And oh, I use a 6681 too. Haven't got really far with syncing etc but BT works ultra fine for Pushing and recieving files. Any kind.


----------



## FilledVoid (Oct 25, 2007)

Thank you guys for the help in changing from this OS to a new one. I've been checking out both Mint and 7.10 going to check out Ultimate Edition. I see that itys based on "Feisty Fawn" I think thats what its called? 

Anyway my sound card wasn't found when I was using NimbleX from a USB drive I think definitely the scenario will change when I use one of the Operating systems mentioned above  . 

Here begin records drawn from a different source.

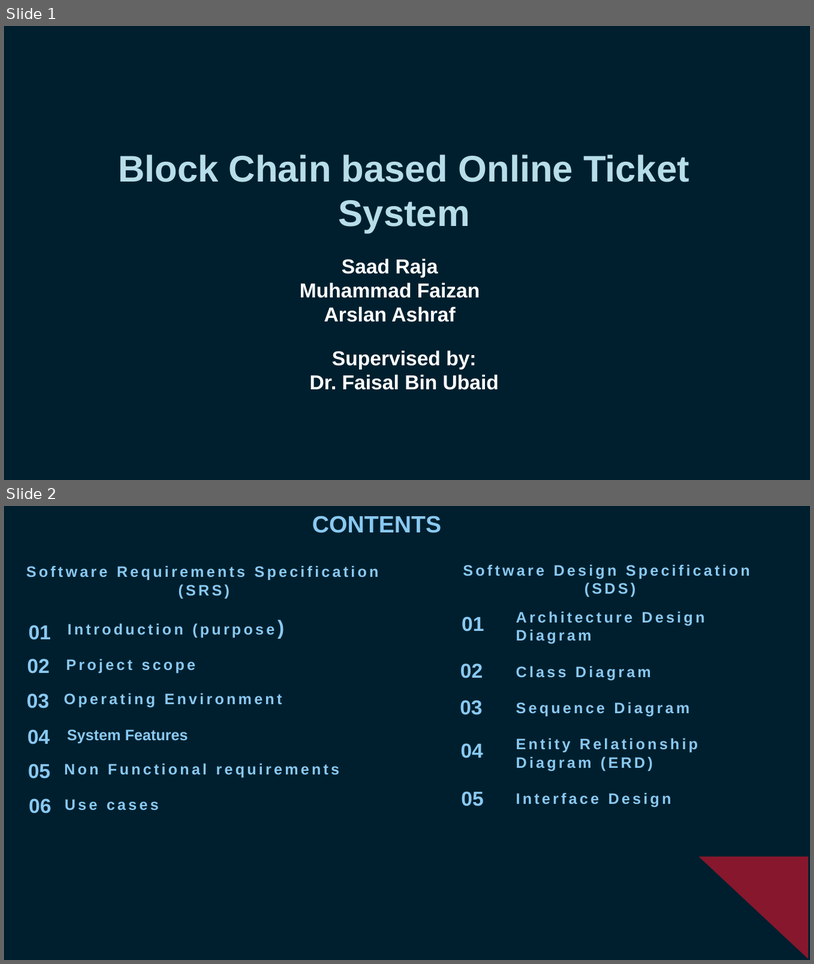
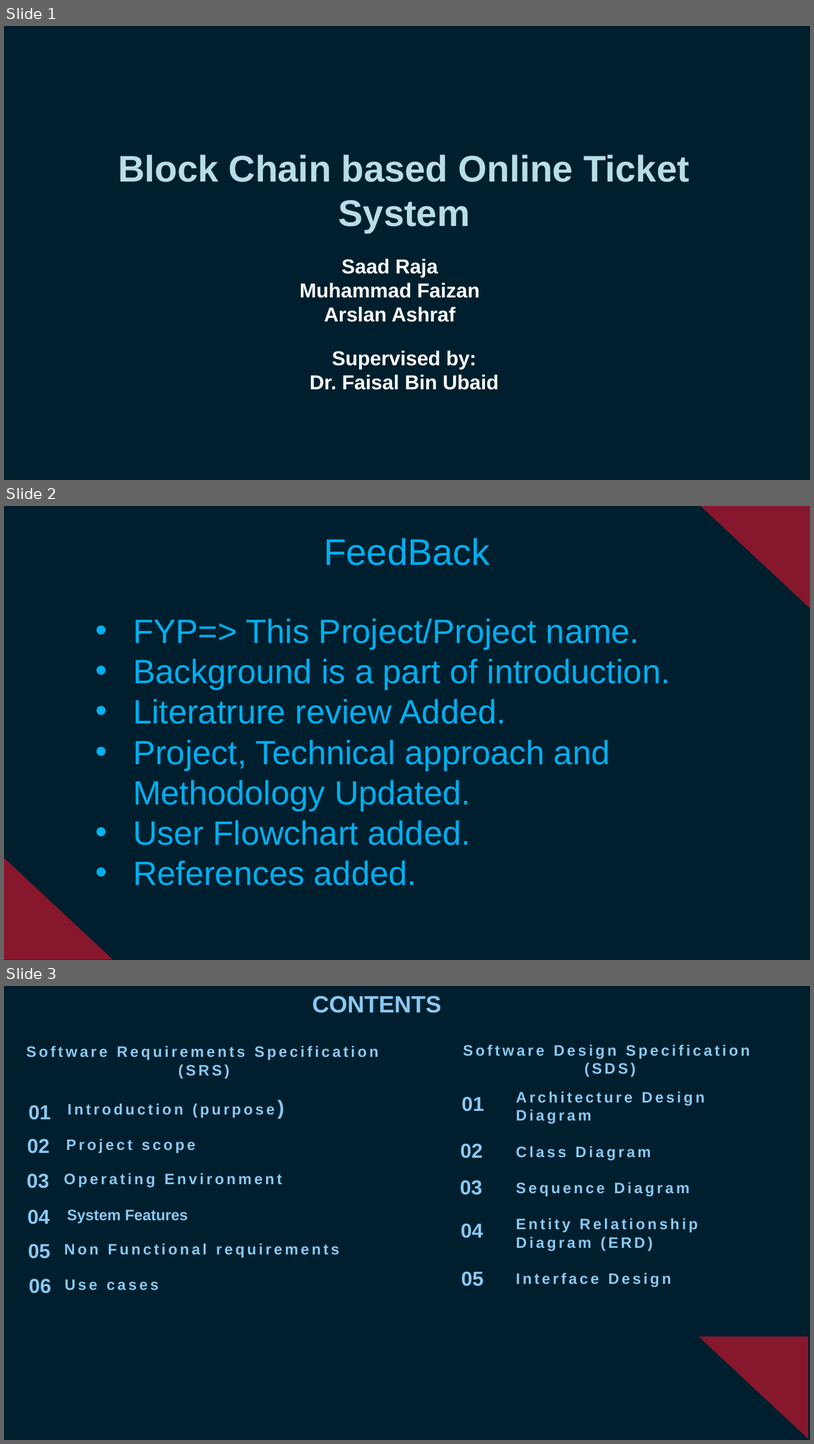
Before and after one commit to saadraj4/fyp, a slide deck: Blockchain Ticketing System Mid Defence presentation.pptx. Shown one above the other, each under a label of ours: slides 1 and 2 before the commit, slides 1, 2 and 3 after it. The pictures are 814x964 and 814x1444 pixels, drawn with LibreOffice and Linux fonts; fonts in the diff are those of the drawing; background and template pictures are left out. Boxes give left, top, right and bottom in pixels: in the first picture for what was removed or moved away, otherwise in the second. Text is boxed around its words. In the diff, an @@ line names an element or a change of style, - is before the commit and + after.

Commit message:
PPT Updated with Feedback added

```diff
--- a/Blockchain Ticketing System Mid Defence presentation.pptx
+++ b/Blockchain Ticketing System Mid Defence presentation.pptx
@@ slide 2 added at <box>4,506,810,960</box>, background #001F2E @@
@@ right triangle added at <box>701,506,810,608</box>, fill #96172D at 90% opacity @@
@@ title added at <box>324,538,490,565</box>, 44 pt, text #00B0F0 @@
+FeedBack
@@ text added at <box>133,618,671,885</box>, 40 pt, text #00B0F0 @@
+• FYP=> This Project/Project name.
+• Background is a part of introduction.
+• Literatrure review Added.
+• Project, Technical approach and Methodology Updated.
+• User Flowchart added.
+• References added.
@@ right triangle added at <box>4,857,113,959</box>, fill #96172D at 90% opacity @@
@@ what was slide 2 is now slide 3 @@
```
Also in this commit, not shown: 1 other file.

Also checking out if Chessmaster will run on any of them .


----------



## QwertyManiac (Oct 25, 2007)

Feisty Fawn is Ubuntu 7.04. Predecessor to 7.10 Gutsy Gibbon. 

Ubuntu comes with an inbuilt free Chess game, almost all Gnome distros do I think. Is there something specific in Chessmaster?


----------



## azzu (Oct 25, 2007)

Nucleus kore 
tell me somethin about ubuntu ultimate 
i may take it


----------



## FilledVoid (Oct 25, 2007)

> Ubuntu comes with an inbuilt free Chess game, almost all Gnome distros do I think. Is there something specific in Chessmaster?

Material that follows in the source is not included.